I can't even look.  My wife and I had a pretty tough night and into the morning till she herd from her mom and brother.  

What a tragedy.


----------



## MA-Caver (Jan 13, 2010)

Omar B said:


> I can't even look.  My wife and I had a pretty tough night and into the morning till she herd from her mom and brother.
> 
> What a tragedy.


They're alright then? 

My posting of these photos as you well know isn't due to insensitivity on my part. The photos were heart-wrenching but important to realize things do happen and the amount of devastation a group of people can experience is the devastation we all experience via seeing it. 
I support photo-journalism and support uncensored photos because it lets us know how REAL something is even when we cannot be there in person. 

I hope your wife's family are alright and will get the relief they need.

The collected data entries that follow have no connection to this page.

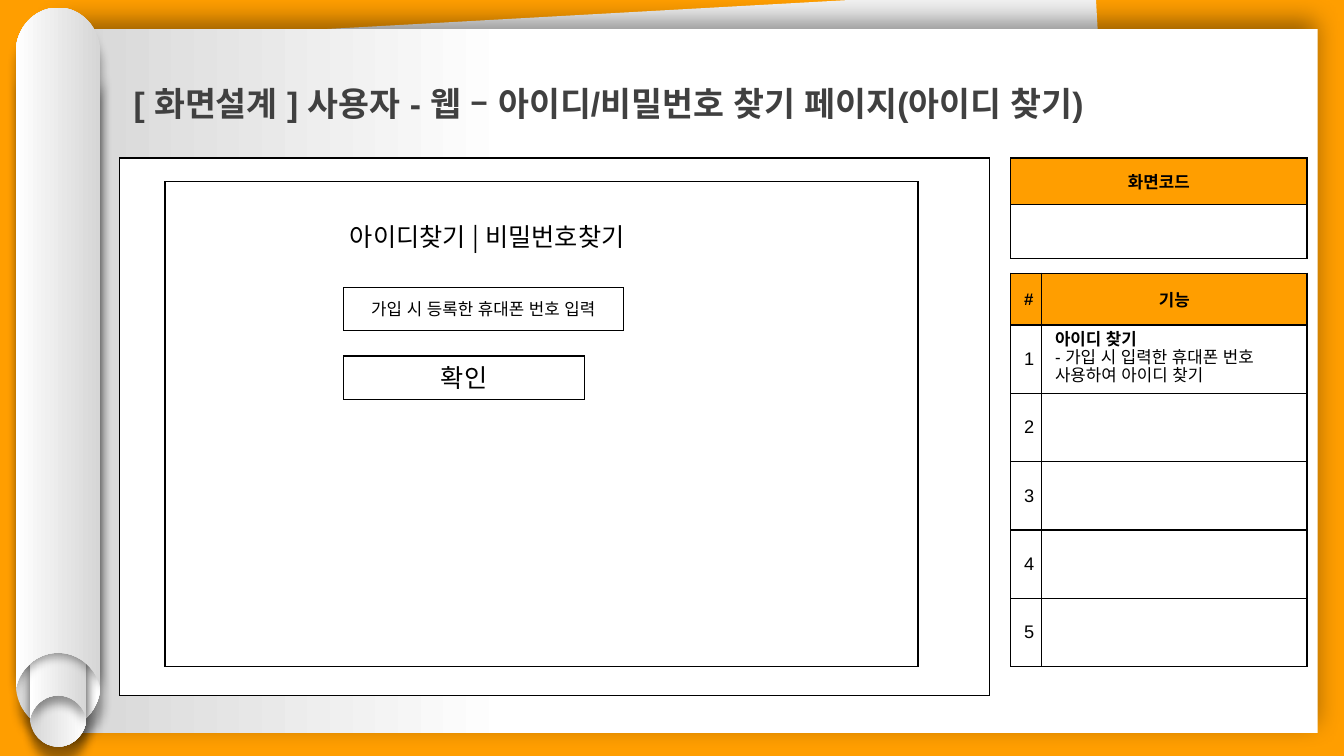
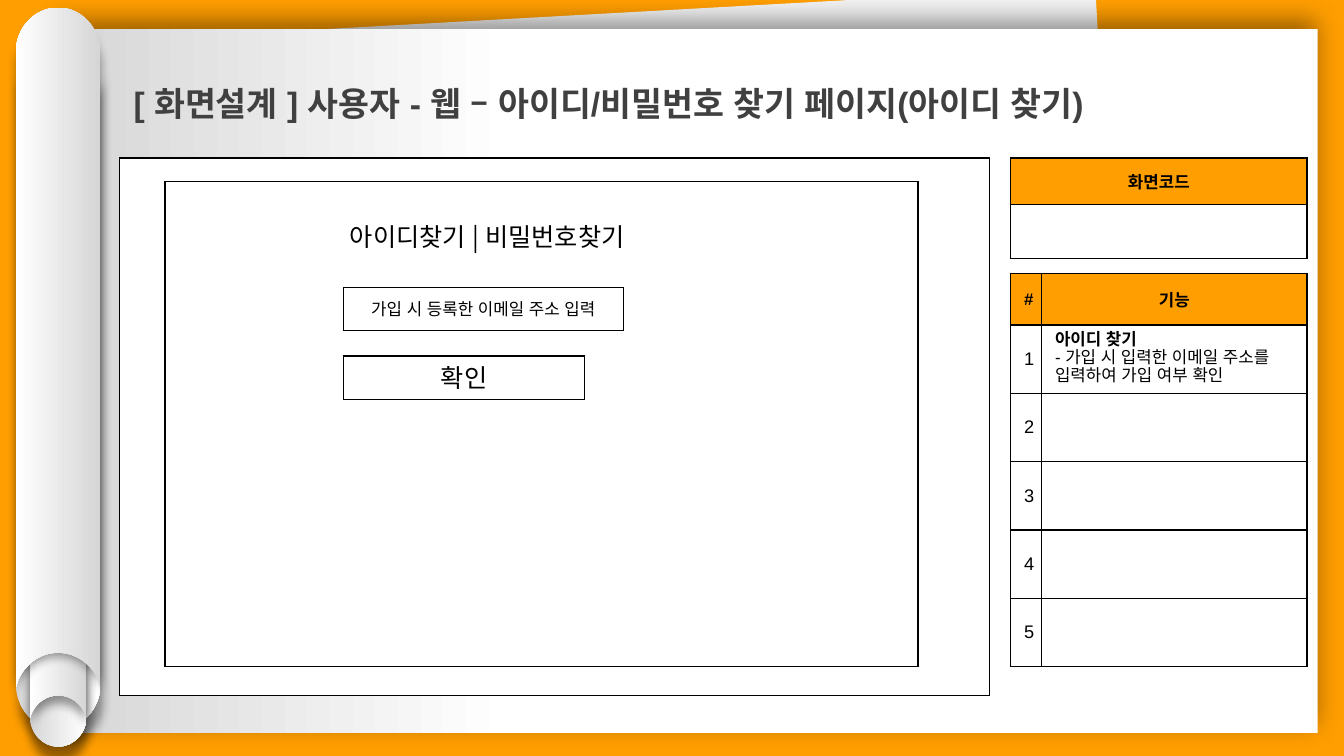
Before and after one commit to hhsw07/ezen-academy-projects, a slide deck: slide 5 of 0 발표용 파워포인트/project06 - 파워포인트 종합 - 형준.pptx. Drawn at 1344x756 pixels with LibreOffice and Linux fonts; fonts in the diff are those of the drawing. Boxes give left, top, right and bottom in pixels: in the first picture for what was removed or moved away, otherwise in the second. Text is boxed around its words. In the diff, an @@ line names an element or a change of style, - is before the commit and + after.

```diff
--- a/0 발표용 파워포인트/project06 - 파워포인트 종합 - 형준.pptx
+++ b/0 발표용 파워포인트/project06 - 파워포인트 종합 - 형준.pptx
@@ table at [1011,273,1308,666] @@
-row 2, column 2: 아이디 찾기 / - 가입 시 입력한 휴대폰 번호 사용하여 아이디 찾기
+row 2, column 2: 아이디 찾기 / - 가입 시 입력한 이메일 주소를 입력하여 가입 여부 확인
@@ text in rectangle at [371,301,595,317]: text changed @@
-가입 시 등록한 휴대폰 번호 입력
+가입 시 등록한 이메일 주소 입력
```
Also in this commit, not shown: 16 other slides changed, 5 slides added, 4 slides removed.

Word is that the Haitian government is corrupt enough to re-route relief efforts away from those who would need it the most.


----------



## Ken Morgan (Jan 13, 2010)

Your mother-in-law and brother-in-law are good then?

Tens of thousands of dead and injuried and Pat Robertson essentially says, its their own fault.

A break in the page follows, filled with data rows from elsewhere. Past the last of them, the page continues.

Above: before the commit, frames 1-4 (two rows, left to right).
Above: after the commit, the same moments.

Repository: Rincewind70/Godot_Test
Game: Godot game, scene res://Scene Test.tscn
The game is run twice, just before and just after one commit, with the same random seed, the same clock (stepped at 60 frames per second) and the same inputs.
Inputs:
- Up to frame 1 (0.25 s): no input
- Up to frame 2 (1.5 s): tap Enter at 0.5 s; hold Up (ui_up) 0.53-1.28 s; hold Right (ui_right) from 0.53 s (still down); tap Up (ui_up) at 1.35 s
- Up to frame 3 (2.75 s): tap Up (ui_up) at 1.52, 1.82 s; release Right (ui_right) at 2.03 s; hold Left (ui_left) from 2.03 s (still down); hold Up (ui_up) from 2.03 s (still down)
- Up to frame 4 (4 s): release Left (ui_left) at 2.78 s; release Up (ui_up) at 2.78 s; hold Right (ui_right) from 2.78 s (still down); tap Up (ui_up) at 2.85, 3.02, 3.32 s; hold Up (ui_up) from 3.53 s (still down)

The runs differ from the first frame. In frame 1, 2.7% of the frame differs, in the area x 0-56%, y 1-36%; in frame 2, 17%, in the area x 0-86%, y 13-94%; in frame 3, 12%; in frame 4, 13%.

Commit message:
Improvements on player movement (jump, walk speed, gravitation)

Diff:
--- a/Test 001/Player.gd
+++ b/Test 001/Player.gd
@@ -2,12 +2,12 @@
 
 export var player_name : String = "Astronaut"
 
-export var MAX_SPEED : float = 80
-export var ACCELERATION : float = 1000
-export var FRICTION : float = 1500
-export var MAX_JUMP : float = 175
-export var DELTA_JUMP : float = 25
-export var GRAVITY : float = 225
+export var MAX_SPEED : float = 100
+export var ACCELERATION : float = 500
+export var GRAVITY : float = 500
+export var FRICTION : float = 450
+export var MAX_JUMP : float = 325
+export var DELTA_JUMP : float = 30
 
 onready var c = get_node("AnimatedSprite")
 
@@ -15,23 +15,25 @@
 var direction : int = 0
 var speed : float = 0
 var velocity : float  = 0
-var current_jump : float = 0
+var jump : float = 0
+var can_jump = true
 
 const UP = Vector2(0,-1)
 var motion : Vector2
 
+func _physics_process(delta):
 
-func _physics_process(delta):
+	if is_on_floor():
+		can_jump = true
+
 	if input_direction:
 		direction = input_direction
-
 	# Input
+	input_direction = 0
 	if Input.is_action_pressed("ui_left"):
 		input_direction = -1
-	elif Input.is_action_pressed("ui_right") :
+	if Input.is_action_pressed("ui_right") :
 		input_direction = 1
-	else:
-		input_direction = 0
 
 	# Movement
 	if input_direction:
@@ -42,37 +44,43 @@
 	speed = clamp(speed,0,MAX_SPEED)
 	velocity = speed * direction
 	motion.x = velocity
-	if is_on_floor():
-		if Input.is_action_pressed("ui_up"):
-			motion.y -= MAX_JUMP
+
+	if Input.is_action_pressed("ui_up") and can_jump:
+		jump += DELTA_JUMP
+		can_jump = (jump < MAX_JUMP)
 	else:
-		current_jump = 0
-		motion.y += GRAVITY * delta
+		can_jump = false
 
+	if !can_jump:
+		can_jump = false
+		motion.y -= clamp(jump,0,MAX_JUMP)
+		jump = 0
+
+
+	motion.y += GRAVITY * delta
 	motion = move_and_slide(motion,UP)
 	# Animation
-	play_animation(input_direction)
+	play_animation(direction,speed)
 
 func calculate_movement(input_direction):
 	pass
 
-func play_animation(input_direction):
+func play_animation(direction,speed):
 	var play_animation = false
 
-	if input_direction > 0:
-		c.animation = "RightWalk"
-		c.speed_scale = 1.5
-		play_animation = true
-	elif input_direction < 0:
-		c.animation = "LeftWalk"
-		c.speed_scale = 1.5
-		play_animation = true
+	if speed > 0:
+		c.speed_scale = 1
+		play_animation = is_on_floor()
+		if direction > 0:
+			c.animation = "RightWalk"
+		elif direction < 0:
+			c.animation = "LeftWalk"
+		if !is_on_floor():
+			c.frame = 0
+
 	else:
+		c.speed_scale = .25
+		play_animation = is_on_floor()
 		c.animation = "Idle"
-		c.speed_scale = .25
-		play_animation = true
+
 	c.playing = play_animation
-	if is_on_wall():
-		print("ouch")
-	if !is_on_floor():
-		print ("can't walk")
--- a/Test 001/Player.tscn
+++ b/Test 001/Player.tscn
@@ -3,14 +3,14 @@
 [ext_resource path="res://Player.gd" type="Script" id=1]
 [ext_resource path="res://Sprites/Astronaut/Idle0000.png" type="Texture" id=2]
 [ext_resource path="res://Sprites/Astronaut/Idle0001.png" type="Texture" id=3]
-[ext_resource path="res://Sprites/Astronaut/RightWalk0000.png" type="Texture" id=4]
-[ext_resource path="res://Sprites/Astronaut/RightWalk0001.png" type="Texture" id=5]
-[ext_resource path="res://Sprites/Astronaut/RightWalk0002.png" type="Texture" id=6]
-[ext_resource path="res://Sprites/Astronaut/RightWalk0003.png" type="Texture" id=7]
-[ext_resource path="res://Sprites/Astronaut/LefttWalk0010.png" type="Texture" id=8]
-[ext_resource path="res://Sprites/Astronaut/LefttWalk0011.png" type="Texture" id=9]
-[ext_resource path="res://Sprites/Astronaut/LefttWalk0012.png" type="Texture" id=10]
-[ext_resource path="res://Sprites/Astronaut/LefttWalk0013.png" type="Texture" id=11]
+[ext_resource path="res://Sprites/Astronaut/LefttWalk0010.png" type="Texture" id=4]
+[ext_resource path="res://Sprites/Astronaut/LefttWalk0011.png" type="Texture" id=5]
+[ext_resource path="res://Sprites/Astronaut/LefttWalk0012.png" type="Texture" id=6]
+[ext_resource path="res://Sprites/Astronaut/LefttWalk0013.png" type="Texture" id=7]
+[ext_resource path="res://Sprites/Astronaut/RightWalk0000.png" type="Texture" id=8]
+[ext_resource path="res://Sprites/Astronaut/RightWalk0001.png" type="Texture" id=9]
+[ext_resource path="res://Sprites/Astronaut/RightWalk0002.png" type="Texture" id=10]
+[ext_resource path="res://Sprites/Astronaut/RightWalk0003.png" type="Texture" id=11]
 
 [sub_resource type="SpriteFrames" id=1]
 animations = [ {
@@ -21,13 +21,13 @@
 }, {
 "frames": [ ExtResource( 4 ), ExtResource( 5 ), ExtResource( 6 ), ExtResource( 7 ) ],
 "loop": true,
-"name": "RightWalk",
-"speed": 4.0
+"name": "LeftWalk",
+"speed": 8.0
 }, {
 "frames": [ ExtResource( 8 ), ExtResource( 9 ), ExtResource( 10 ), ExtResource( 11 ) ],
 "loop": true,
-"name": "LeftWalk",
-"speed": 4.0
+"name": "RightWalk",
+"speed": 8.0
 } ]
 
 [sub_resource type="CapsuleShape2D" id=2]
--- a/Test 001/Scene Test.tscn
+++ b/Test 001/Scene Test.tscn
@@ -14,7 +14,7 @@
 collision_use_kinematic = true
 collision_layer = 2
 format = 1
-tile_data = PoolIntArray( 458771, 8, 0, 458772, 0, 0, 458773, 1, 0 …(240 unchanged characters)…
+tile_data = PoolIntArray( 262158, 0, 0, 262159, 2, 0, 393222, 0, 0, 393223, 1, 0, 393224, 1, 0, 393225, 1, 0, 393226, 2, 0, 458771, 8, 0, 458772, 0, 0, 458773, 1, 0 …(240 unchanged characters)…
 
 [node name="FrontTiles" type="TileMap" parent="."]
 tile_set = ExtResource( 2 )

Honestly, with monkeys like this running around with millions of dollars in his pockets and with tens of thousands of supporters, is it any wonder I and an ever growing group of people are atheists????  

What a disgusting individual.


----------



## Omar B (Jan 13, 2010)

Yes, they are all fine.  Turns out they were in the Santo Domingo for a few days.  Communication's all messed up so we didnt hear for quite a while.


----------



## Jade Tigress (Jan 14, 2010)

Absolutely heartwrenching. Omar, I am so glad your wife's family is safe.


----------



## MA-Caver (Jan 15, 2010)

More photos... 48 hours later... (caution some graphic images)

http://www.boston.com/bigpicture/2010/01/haiti_48_hours_later.html


----------



## Carol (Jan 16, 2010)

Ken Morgan said:


> Your mother-in-law and brother-in-law are good then?
> 
> Tens of thousands of dead and injuried and Pat Robertson essentially says, its their own fault.
> 
> ...



Omar:  very glad your in-laws are OK.  :asian:

Ken:  no, its no surprise at all that atheists are growing in number, or at least are becoming more public than in the past.   

Although, there are some non-atheists like myself that are just as disgusted with the comment, and don't like seeing our faith denigrated down  to some media mogul's attempt to get his name in the press (again).


This quotation may apply to the current situation: 

"He who mocks the poor shows contempt for their Maker; whoever gloats over disaster will not go unpunished."  
-- Proverbs 17:5 (NIV)


----------



## Omar B (Jan 16, 2010)

You are all welcome.  Thanks for the kind thoughts.  Michelline read this thread over my shoulder just now.


----------



## MA-Caver (Jan 22, 2010)

More photos but this is a little tamer... just called "Faces Of Haiti"... a week later after the earthquake. 
http://www.boston.com/bigpicture/2010/01/faces_of_haiti.html


----------